What System Design Interviews Test

System design interviews test five distinct skills:

1. Scoping — Can you turn an ambiguous prompt (“design Twitter”) into specific requirements?
2. Estimation — Can you reason about scale (QPS, storage, bandwidth) with rough numbers?
3. Architecture — Can you propose a high-level design that meets the requirements?
4. Tradeoffs — Can you weigh consistency vs. availability, cost vs. latency, simplicity vs. flexibility?
5. Communication — Can you drive a 45–60 minute conversation, respond to pushback, and stay structured?
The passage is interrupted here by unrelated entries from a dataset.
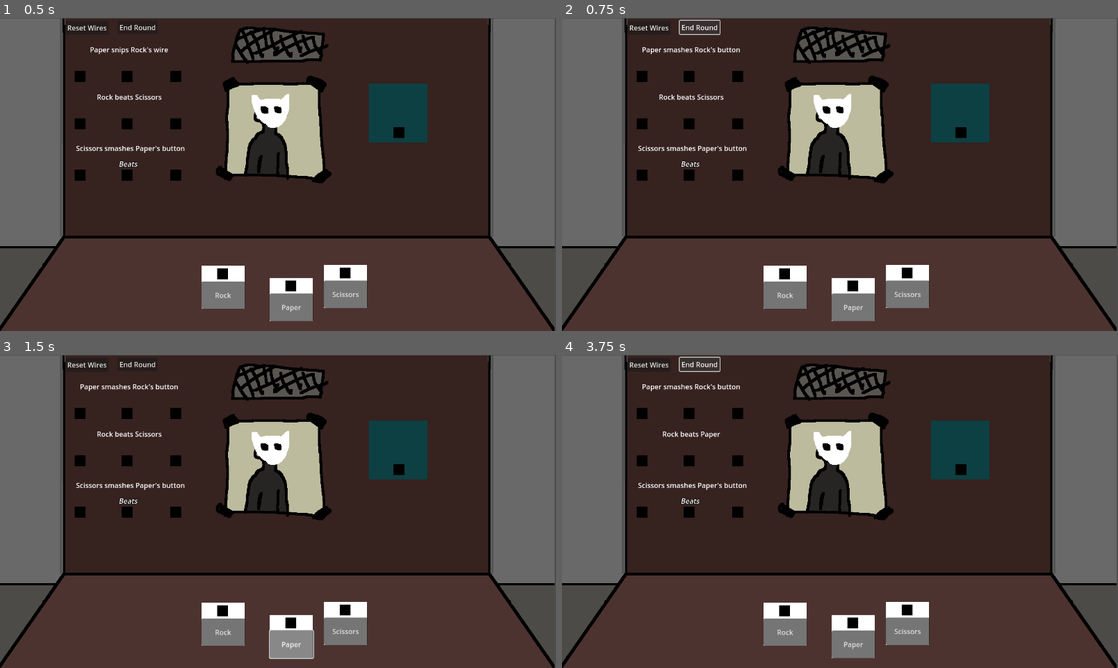
Above: before the commit, frames 1-4 (two rows, left to right).
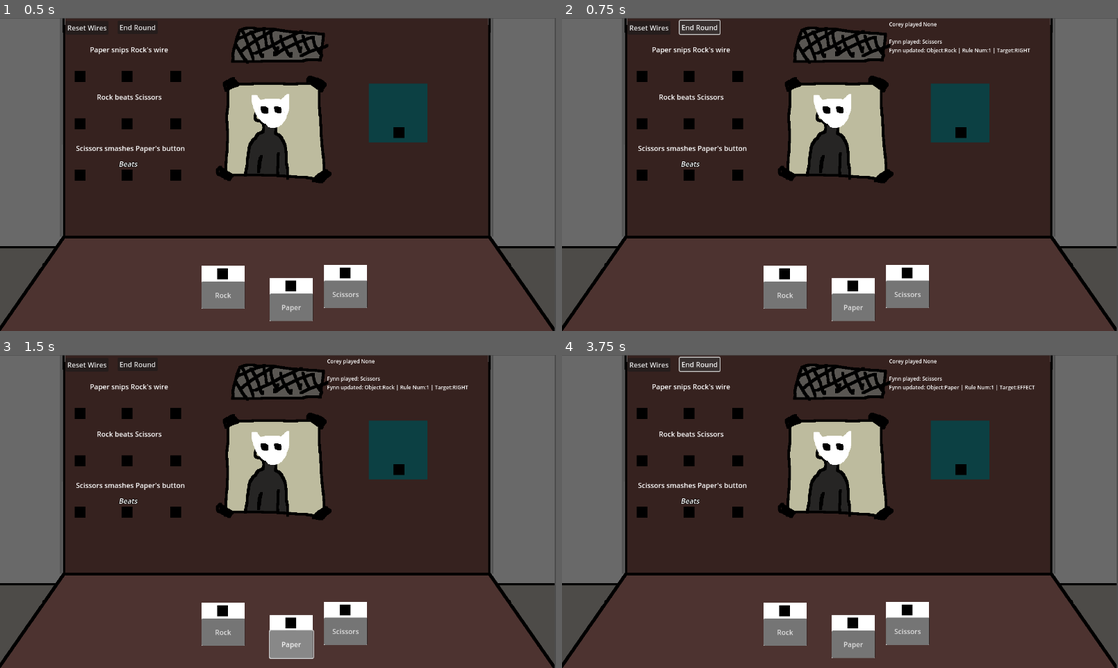
Above: after the commit, the same moments.

Repository: coreytbyrne/RPSGame
Game: Godot game, scene res://game_scenes/encounter/encounter.tscn
The game is run twice, just before and just after one commit, with the same random seed, the same clock (stepped at 60 frames per second) and the same inputs. This scene is started directly instead of the project's main scene.
Inputs:
- Up to frame 1 (0.5 s): no input
- Up to frame 2 (0.75 s): click "End Round" at 0.5 s
- Up to frame 3 (1.5 s): click "Paper" at 1.25 s
- Up to frame 4 (3.75 s): click "Rock" at 2 s; click "Scissors" at 2.75 s; click "End Round" at 3.5 s

Frame 1 is identical in both runs. In frame 2, 0.5% of the frame differs, in the area x 14-85%, y 1-12%; in frame 3, 0.5%; in frame 4, 0.7%, in the area x 14-86%, y 1-27%.
Error after the commit: Invalid access to property or key 'is_update_pending' on a base object of type 'Node2D (EffectTarget)'. (res://entities/rule/rule.gd:49)

Commit message:
Preference Weights/Rule Resolution
- Added 5 tiers of preference weight
- Tied rules no longer update
- Started implementing basic in game "log" for played actions last round

Diff:
--- a/entities/participant/opponent/opponent.gd
+++ b/entities/participant/opponent/opponent.gd
@@ -35,7 +35,7 @@
 			available_buttons.append(disabled_buttons.pop_at(disabled_buttons.find(button)))
 
 
-func choose_actions_to_perform() -> void:
+func choose_actions_to_perform() -> ActionSequence:
 	var possible_actions:Array[ActionSequence] = generate_rules()
 
 	# Sort actions
@@ -56,7 +56,10 @@
 	#file.store_string("\n\nACTION SELECTED: %s" %chosen_action_sequence.to_string())
 	#file.close()
 
-	# Apply the action
+	return chosen_action_sequence
+
+
+func apply_actions(chosen_action_sequence:ActionSequence) -> void:
 	var actions:Array[Action] = chosen_action_sequence.get_actions()
 	for action:Action in actions:
 
@@ -293,24 +296,32 @@
 					player_odds = (player_history[rule.right_object]/ player_odds_denom)
 
 				match(effect_prefs.winning_preference):
-					EffectPreference.PREFERENCE.HIGH:
-						rule_weight += prefs.high_weight
-					EffectPreference.PREFERENCE.MEDIUM:
-						rule_weight += prefs.med_weight
-					EffectPreference.PREFERENCE.LOW:
-						rule_weight += prefs.low_weight
+					EffectPreference.PREFERENCE.FIVE:
+						rule_weight += prefs.five_weight
+					EffectPreference.PREFERENCE.FOUR:
+						rule_weight += prefs.four_weight
+					EffectPreference.PREFERENCE.THREE:
+						rule_weight += prefs.three_weight
+					EffectPreference.PREFERENCE.TWO:
+						rule_weight += prefs.two_weight
+					EffectPreference.PREFERENCE.ONE:
+						rule_weight += prefs.one_weight
 
 				# Static rules only have a fraction of the weight. This is done to avoid the
 				# Opponent ALWAYS playing into static rules
 				if rule.constant_effect != GameplayUtils.EFFECT.NONE:
 					var const_effect_prefs:EffectPreference = prefs.preferences[rule.effect]
 					match(const_effect_prefs.winning_preference):
-						EffectPreference.PREFERENCE.HIGH:
-							rule_weight = rule_weight + (prefs.high_weight/2)
-						EffectPreference.PREFERENCE.MEDIUM:
-							rule_weight  = rule_weight + (prefs.med_weight/2)
-						EffectPreference.PREFERENCE.LOW:
-							rule_weight = rule_weight + (prefs.low_weight/2)
+						EffectPreference.PREFERENCE.FIVE:
+							rule_weight = rule_weight + (prefs.five_weight/2)
+						EffectPreference.PREFERENCE.FOUR:
+							rule_weight  = rule_weight + (prefs.four_weight/2)
+						EffectPreference.PREFERENCE.THREE:
+							rule_weight = rule_weight + (prefs.three_weight/2)
+						EffectPreference.PREFERENCE.TWO:
+							rule_weight = rule_weight + (prefs.two_weight/2)
+						EffectPreference.PREFERENCE.ONE:
+							rule_weight = rule_weight + (prefs.one_weight/2)
 
 				rule_weight *= player_odds
 			# Losing Position
@@ -319,24 +330,32 @@
 					player_odds = (player_history[rule.left_object]/ player_odds_denom)
 
 				match(effect_prefs.losing_preference):
-					EffectPreference.PREFERENCE.HIGH:
-						rule_weight -= prefs.high_weight
-					EffectPreference.PREFERENCE.MEDIUM:
-						rule_weight -= prefs.med_weight
-					EffectPreference.PREFERENCE.LOW:
-						rule_weight -= prefs.low_weight
+					EffectPreference.PREFERENCE.FIVE:
+						rule_weight -= prefs.five_weight
+					EffectPreference.PREFERENCE.FOUR:
+						rule_weight -= prefs.four_weight
+					EffectPreference.PREFERENCE.THREE:
+						rule_weight -= prefs.three_weight
+					EffectPreference.PREFERENCE.TWO:
+						rule_weight -= prefs.two_weight
+					EffectPreference.PREFERENCE.ONE:
+						rule_weight -= prefs.one_weight
 
 				# Static rules only have a fraction of the weight. This is done to avoid the
 				# Opponent ALWAYS playing into static rules
 				if rule.constant_effect != GameplayUtils.EFFECT.NONE:
 					var const_effect_prefs:EffectPreference = prefs.preferences[rule.effect]
 					match(const_effect_prefs.losing_preference):
-						EffectPreference.PREFERENCE.HIGH:
-							rule_weight = rule_weight - (prefs.high_weight/2)
-						EffectPreference.PREFERENCE.MEDIUM:
-							rule_weight  = rule_weight - (prefs.med_weight/2)
-						EffectPreference.PREFERENCE.LOW:
-							rule_weight = rule_weight - (prefs.low_weight/2)
+						EffectPreference.PREFERENCE.FIVE:
+							rule_weight = rule_weight - (prefs.five_weight/2)
+						EffectPreference.PREFERENCE.FOUR:
+							rule_weight  = rule_weight - (prefs.four_weight/2)
+						EffectPreference.PREFERENCE.THREE:
+							rule_weight = rule_weight - (prefs.three_weight/2)
+						EffectPreference.PREFERENCE.TWO:
+							rule_weight = rule_weight - (prefs.two_weight/2)
+						EffectPreference.PREFERENCE.ONE:
+							rule_weight = rule_weight - (prefs.one_weight/2)
 
 
 				rule_weight *= player_odds
--- a/entities/participant/opponent/opponent_preferences/effect_preference_base.gd
+++ b/entities/participant/opponent/opponent_preferences/effect_preference_base.gd
@@ -4,4 +4,4 @@
 @export var winning_preference:PREFERENCE
 @export var losing_preference:PREFERENCE
 
-enum PREFERENCE {LOW, MEDIUM, HIGH}
+enum PREFERENCE {ONE,TWO,THREE,FOUR,FIVE}
--- a/entities/participant/opponent/opponent_preferences/opponent_preferences_base.gd
+++ b/entities/participant/opponent/opponent_preferences/opponent_preferences_base.gd
@@ -2,6 +2,8 @@
 class_name OpponentPreferences
 
 @export var preferences:Dictionary[GameplayUtils.EFFECT, EffectPreference]
-@export var high_weight:float = 10.0
-@export var med_weight:float = 5.0
-@export var low_weight:float = 0.0
+@export var five_weight:float = 10.0
+@export var four_weight:float = 7.5
+@export var three_weight:float = 5.0
+@export var two_weight:float = 3.5
+@export var one_weight:float = 0.0
--- a/entities/participant/opponent/opponent_preferences/test_opponent_preferences.tres
+++ b/entities/participant/opponent/opponent_preferences/test_opponent_preferences.tres
@@ -9,22 +9,25 @@
 
 [sub_resource type="Resource" id="Resource_mkm0v"]
 script = ExtResource("1_mkm0v")
-winning_preference = 2
+winning_preference = 3
+losing_preference = 2
 metadata/_custom_type_script = "uid://b6o5xkxolvn1y"
 
 [sub_resource type="Resource" id="Resource_odsj0"]
 script = ExtResource("1_mkm0v")
-winning_preference = 2
-losing_preference = 2
+winning_preference = 4
+losing_preference = 4
 metadata/_custom_type_script = "uid://b6o5xkxolvn1y"
 
 [sub_resource type="Resource" id="Resource_u0kst"]
 script = ExtResource("1_mkm0v")
-winning_preference = 1
+winning_preference = 2
+losing_preference = 1
 metadata/_custom_type_script = "uid://b6o5xkxolvn1y"
 
 [sub_resource type="Resource" id="Resource_j5vjf"]
 script = ExtResource("1_mkm0v")
+winning_preference = 1
 metadata/_custom_type_script = "uid://b6o5xkxolvn1y"
 
 [resource]
--- a/entities/rule/rule.gd
+++ b/entities/rule/rule.gd
@@ -36,14 +36,21 @@
 
 func opponent_update(rule_target:RULE_TARGET, update) -> void:
 	if rule_target == RULE_TARGET.LEFT:
-		left_target.direct_update(update)
+		if left_target.is_update_pending:
+			left_target.revert_assignment()
+		else:
+			left_target.direct_update(update)
 	elif rule_target == RULE_TARGET.RIGHT:
-		right_target.direct_update(update)
+		if right_target.is_update_pending:
+			right_target.revert_assignment()
+		else:
+			right_target.direct_update(update)
 	else:
-		effect_target.direct_update(update)
-	#left_target.set_initial_assignment(new_rule_config.left_object)
-	#right_target.set_initial_assignment(new_rule_config.right_object)
-	#effect_target.set_initial_assignment(new_rule_config.effect)
+		if effect_target.is_update_pending:
+			effect_target.revert_assignment()
+		else:
+			effect_target.direct_update(update)
+
 
 
 func update_rule_text(rule_type:RULE_CHANGE_TYPE) -> void:
--- a/entities/targets/object_target.gd
+++ b/entities/targets/object_target.gd
@@ -31,6 +31,9 @@
 	temp_assignment = new_assignment
 	commit_assignment()
 
+func is_update_pending() -> bool:
+	return (temp_assignment != assignment)
+
 
 # Some color/visual change most likely
 func commit_assignment() -> void:
--- a/game_scenes/encounter/encounter.gd
+++ b/game_scenes/encounter/encounter.gd
@@ -156,7 +156,7 @@
 			RuleResolver.delegate_rule_resolve($Opponent, $Player, rule.effect)
 			RuleResolver.delegate_rule_resolve($Opponent, $Player, rule.constant_effect)
 
-func check_if_round_over() -> void:
+func check_if_game_over() -> void:
 	if $Player.health <= 0:
 		print("%s loses" % $Player.participant_name)
 	if $Opponent.health <= 0:
@@ -183,24 +183,46 @@
 
 
 func _on_next_round_button_pressed() -> void:
+	var player_actions_str:String = ""
+	var opponent_action_str:String = ""
+
 	# Ignore a "next round" button press if you're in the middle of drawing a wire
 	if current_wire != null:
 		return
 
-	$Opponent.choose_actions_to_perform()
-
+	# Opponent chooses their action
+	var opponent_action_sequence:Opponent.ActionSequence = $Opponent.choose_actions_to_perform()
+	$Opponent.apply_actions(opponent_action_sequence)
+
+	for action:Opponent.Action in opponent_action_sequence.get_actions():
+		if action is Opponent.PlayAction:
+			opponent_action_str += "%s played: %s\n" % [$Opponent.participant_name, GameplayUtils.get_object_name(action.obj)]
+		else:
+			opponent_action_str += "%s updated: %s\n" % [$Opponent.participant_name, action.to_string()]
+
+	# Check for rule update conflicts
+
+
+	# Commit the player changes
 	for wire:Wire in $Player/Wires.get_children():
 		wire.connected_target.commit_assignment()
 		await SignalBus.rule_updated
-	print("You played %s" % [GameplayUtils.get_object_name($Player.played_object.target.assignment)])
+
+	player_actions_str += "%s played %s\n" % [$Player.participant_name, GameplayUtils.get_object_name($Player.played_object.target.assignment)]
+	$LastRoundHistory.text = "%s\n%s\n\n" % [player_actions_str, opponent_action_str]
+
 	$Opponent.add_to_player_history($Player/PlayedObject.get_played_object())
 
+	# Resolve the outcome of the cards played, given the new updates
 	resolve_round()
 
+	# Transition to the next round
 	RuleResolver.next_round()
+
+	# Resolve any "in X round" effects at the beginning of the relevant round
 	RuleResolver.resolve_futures_round_start()
 
-	check_if_round_over()
+	check_if_game_over()
 
 	_on_reset_wires_pressed()
 	print("**************************************************************")
--- a/game_scenes/encounter/encounter.tscn
+++ b/game_scenes/encounter/encounter.tscn
@@ -47,5 +47,13 @@
 health = 3
 participant_name = "Fynn"
 
+[node name="LastRoundHistory" type="Label" parent="."]
+offset_left = 753.0
+offset_top = 6.0
+offset_right = 1125.0
+offset_bottom = 148.0
+theme_override_font_sizes/font_size = 12
+autowrap_mode = 2
+
 [connection signal="pressed" from="ResetWiresButton" to="." method="_on_reset_wires_pressed"]
 [connection signal="pressed" from="EndRoundButton" to="." method="_on_next_round_button_pressed"]

The bar scales with seniority. Junior engineers are tested on basic distributed systems literacy. Senior engineers are expected to drive the entire conversation, anticipate failure modes, and connect design choices to operational reality. Staff and principal engineers are evaluated on the kinds of tradeoff conversations they’d have with cross-org stakeholders — capacity planning, multi-region failover, data residency, organizational ownership.
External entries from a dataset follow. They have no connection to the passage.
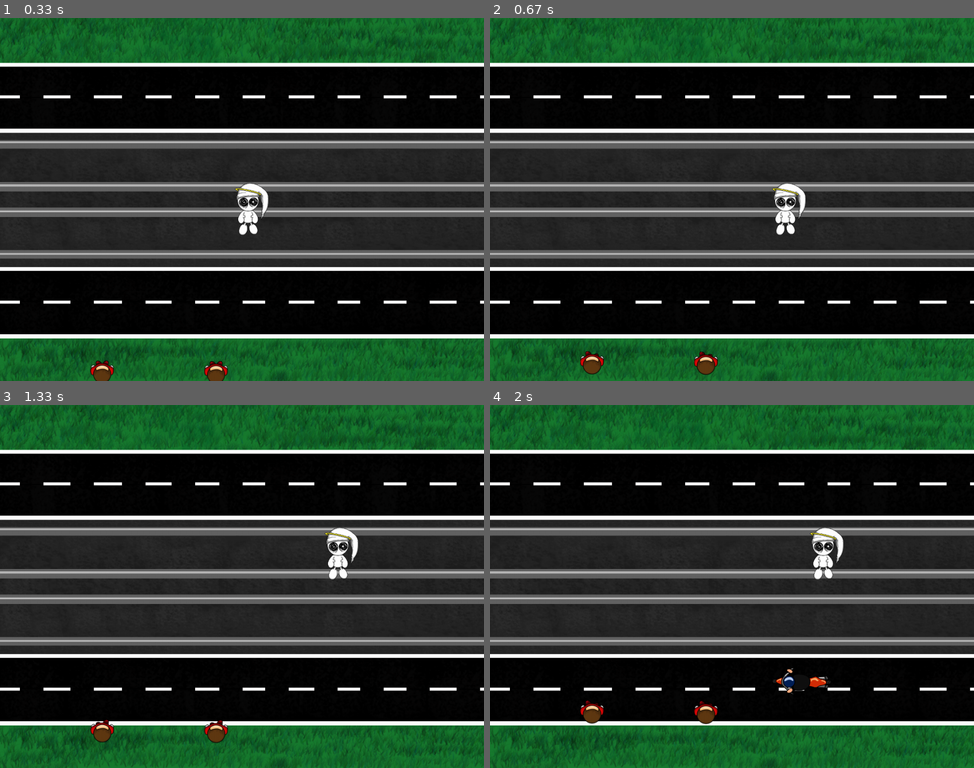
Above: before the commit, frames 1-4 (two rows, left to right).
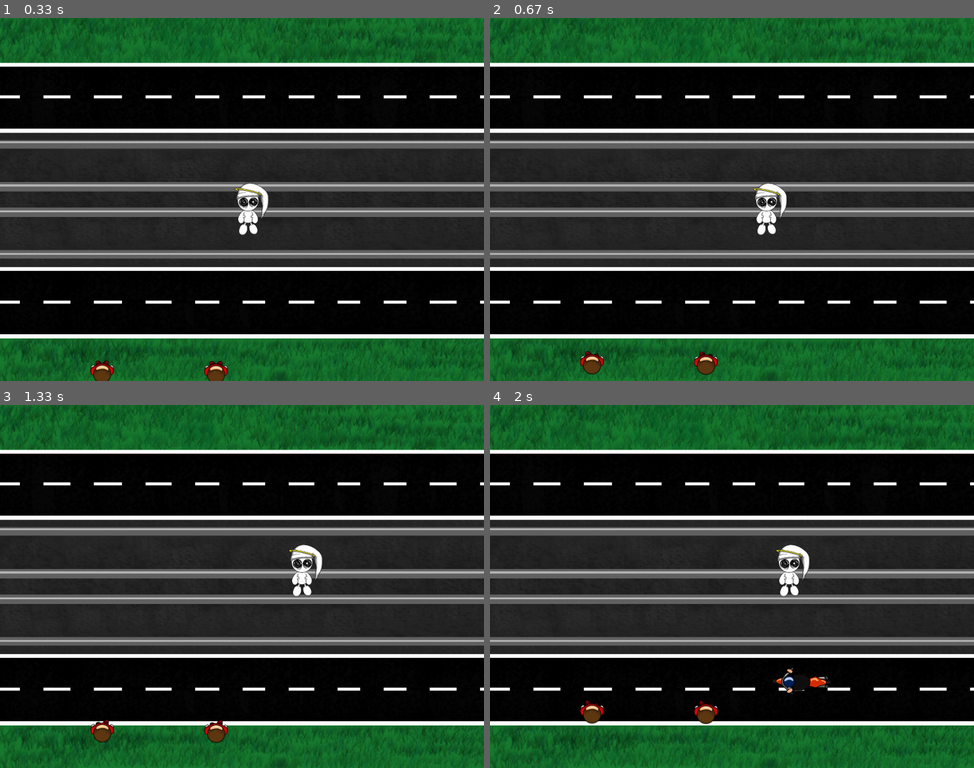
Above: after the commit, the same moments.

Repository: DanielKinsman/ghost-safety-squad-tigjamau
Game: pygame game, started from game.py
Same seed, same stepped clock (60 frames per second), same inputs: the game is played once before the commit and once after it. The source is Python 2; it was converted automatically to run under Python 3.
Inputs:
- Up to frame 1 (0.33 s): no input
- Up to frame 2 (0.67 s): hold D from 0.33 s (still down)
- Up to frame 3 (1.33 s): release D at 0.8 s; hold W 0.83-1.13 s; hold D from 1.17 s (still down)
- Up to frame 4 (2 s): release D at 1.63 s; hold A from 1.67 s (still down)

Frame 1 is identical in both runs. In frame 2, 1.0% of the frame differs, in the area x 54-66%, y 45-60%; in frame 3, 1.1%; in frame 4, 1.1%, in the area x 59-74%, y 33-53%.

Commit message:
Game will now close when window is closed

Diff:
--- a/game.py
+++ b/game.py
@@ -75,7 +75,7 @@
         self.rect = pygame.Rect(0, 0, self.image.get_width(), self.image.get_height())
         self.host = None
         self.direction = euclid.Vector2(0, 0)
-        self.speed = 5
+        self.speed = 3
 
     def update(self):
         self.position += self.direction * self.speed
@@ -386,6 +386,8 @@
                     self.possessToggle = False
                 else:
                     pass
+            elif event.type == pygame.QUIT:
+                self.bail = True
             else:
                 pass

The Universal Framework (45–60 Min)

Phase	Time	Output
1. Clarify requirements	5 min	Functional + non-functional requirements, scope cuts
2. Back-of-envelope estimation	3–5 min	QPS, storage, bandwidth, key throughput numbers
3. API design	3–5 min	3–5 endpoints with request/response shapes
4. High-level architecture	10–15 min	Boxes and arrows: clients, services, data stores, caches, queues
5. Deep dive	15–20 min	2–3 components explored in depth (chosen by interviewer or you)
6. Bottlenecks and scaling	5 min	Hot spots, sharding strategy, replication, caching
7. Wrap-up	2–3 min	What you’d build next, what you’d monitor, what could go wrong

The exact time split varies — some interviewers prefer more time on deep dive, others on tradeoffs. Driving the structure visibly (“I’ll spend 5 minutes on requirements, then estimation…”) signals senior-level conversation management.

Phase 1: Requirements

The single most common failure: jumping into architecture before scoping. Spend the first 5 minutes asking questions and writing requirements on the whiteboard or shared doc.

Functional requirements

What does the system do? Start with the 2–3 core user actions.

For “design Twitter”: users post tweets (text-only, 280 chars), users follow other users, users see a home timeline of recent tweets from accounts they follow.

For “design a URL shortener”: users submit a long URL and receive a short URL, users click a short URL and get redirected to the long URL.

For “design YouTube”: users upload videos, users watch videos with adaptive bitrate streaming, users discover videos via search and recommendations.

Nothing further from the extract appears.